Rotary lawn spreaders are useful garden tools if you have longer grass because the rotary application method will stop product from concentrating in one place.
Drop spreaders offer a more accurate application than rotary/broadcast spreaders. There are no flying seeds, or granules of fertiliser, whizzing through the air with these machines. If you have a smaller garden, or an area which is bordered by flowerbeds which you don’t want to treat by accident, a drop lawn spreader might suit you better.
Their placement is very uniform because they will only drop seeds through the hole in the base of the unit’s hopper.

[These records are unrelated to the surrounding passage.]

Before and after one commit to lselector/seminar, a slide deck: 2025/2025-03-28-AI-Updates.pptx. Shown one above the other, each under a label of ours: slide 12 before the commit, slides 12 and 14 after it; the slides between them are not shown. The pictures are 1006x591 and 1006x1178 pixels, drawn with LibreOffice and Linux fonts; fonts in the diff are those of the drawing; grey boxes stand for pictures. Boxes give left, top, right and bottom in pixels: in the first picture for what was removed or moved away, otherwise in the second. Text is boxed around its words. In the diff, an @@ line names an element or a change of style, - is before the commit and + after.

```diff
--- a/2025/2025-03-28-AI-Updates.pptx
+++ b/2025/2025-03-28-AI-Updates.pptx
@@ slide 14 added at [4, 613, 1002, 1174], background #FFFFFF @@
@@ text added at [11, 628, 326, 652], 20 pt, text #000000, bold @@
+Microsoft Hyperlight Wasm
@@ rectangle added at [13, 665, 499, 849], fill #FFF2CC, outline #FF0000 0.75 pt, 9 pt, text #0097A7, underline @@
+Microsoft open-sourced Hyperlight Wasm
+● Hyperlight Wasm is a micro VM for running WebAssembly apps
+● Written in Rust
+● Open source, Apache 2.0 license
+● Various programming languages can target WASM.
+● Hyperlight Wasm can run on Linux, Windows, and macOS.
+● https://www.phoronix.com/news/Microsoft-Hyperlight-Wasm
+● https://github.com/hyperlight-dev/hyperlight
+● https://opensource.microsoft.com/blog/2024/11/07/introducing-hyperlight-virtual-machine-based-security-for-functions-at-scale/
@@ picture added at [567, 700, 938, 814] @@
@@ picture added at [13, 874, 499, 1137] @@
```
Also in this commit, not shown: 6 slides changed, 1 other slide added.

You’ll have a lot more control with a drop spreader, but it will take you longer to spread seeds or fertiliser across a whole area.

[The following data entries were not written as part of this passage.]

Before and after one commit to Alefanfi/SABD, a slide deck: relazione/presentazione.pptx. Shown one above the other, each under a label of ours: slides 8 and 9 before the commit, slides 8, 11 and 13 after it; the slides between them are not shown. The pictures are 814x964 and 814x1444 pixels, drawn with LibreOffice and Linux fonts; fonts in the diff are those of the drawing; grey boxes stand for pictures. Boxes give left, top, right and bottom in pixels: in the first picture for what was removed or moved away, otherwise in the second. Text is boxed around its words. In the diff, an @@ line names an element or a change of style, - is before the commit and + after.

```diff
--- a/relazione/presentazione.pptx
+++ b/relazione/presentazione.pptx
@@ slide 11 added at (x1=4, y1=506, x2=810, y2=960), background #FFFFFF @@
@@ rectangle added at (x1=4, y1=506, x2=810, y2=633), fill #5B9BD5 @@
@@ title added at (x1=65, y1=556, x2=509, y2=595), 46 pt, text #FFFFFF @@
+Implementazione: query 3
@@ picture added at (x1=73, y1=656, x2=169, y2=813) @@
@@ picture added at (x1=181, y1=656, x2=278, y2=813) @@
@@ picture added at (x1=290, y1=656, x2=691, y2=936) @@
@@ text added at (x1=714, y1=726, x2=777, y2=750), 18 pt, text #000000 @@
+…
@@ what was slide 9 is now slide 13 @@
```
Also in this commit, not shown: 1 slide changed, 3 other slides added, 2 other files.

You can generally choose how slowly or quickly you wish the product to ‘drop’ as well, by adjusting the variable settings and changing the density of distribution.
How to Select the Right Hopper Size
This hopper is the container where the grass seed or fertiliser is unloaded from.
A hopper that’s too small will need frequent refilling so the job will take you a lot longer. If the capacity is too large, you’ll be pushing unnecessary excess weight.
Ideally, you want to find the perfect balance between ‘as few refills as possible’ and ‘maintaining manoeuvrability’. This will depend on the size of your lawn and the density of product that you want to spread.
If using a rotary/broadcast spreader, you may find that you use less seeds/fertiliser because it casts them further but less densely. You can still achieve a denser application with a rotary spreader, but you’ll need to complete more passes of the lawn which will take more time.
If using a drop spreader, the application will be more concentrated and therefore you may use more product. You need to be especially careful not to stop still when using a drop spreader – if the aperture is open, the seeds/fertiliser will be heaped in one place.
Adjusting the Spread and Distribution Rate
Most lawn spreaders have adjustable settings so that you can easily dictate the rate at which it will distribute seed and fertiliser.
The majority of these machine come with instructions that recommend which of the variable settings should be used for different purposes. These generally include information about recommended walking pace to ensure good results.
You should always refer to the manufacturer’s instructions because different models can vary dramatically.
However, here are some general guideline references:
- For spreading fertilizer, choose a setting which results in the aperture being 3/4 open.
- For spreading seeds, 1/2 open is generally considered to be about right.
Of course, the correct setting will depend on a lot of different factors, including your stride length, so there will likely be a certain amount of trial-and-error when you first start using your spreader.
Selecting a High-Quality Spreader
Generally, a lightweight, durable metal frame and a hopper made from plastic or lightweight steel signify a high-quality spreader.
Make sure that the materials are corrosion resistant. You can help to further prevent rust/corrosion by limiting the spreaders exposure to the elements. Keep the lawn spreader dry and out of direct sunlight as much as possible to prolong the life of the metal and plastic components.
If your lawn is bumpy or on a slope, it’s worth getting a spreader with pneumatic tyres. This can make the job easier; the spreaders won’t get stuck on uneven ground (interrupting distribution) or damage your lawn.
Wide tyres spread the weight of the unit more evenly, which is definitely desirable when looking to protect your lawn.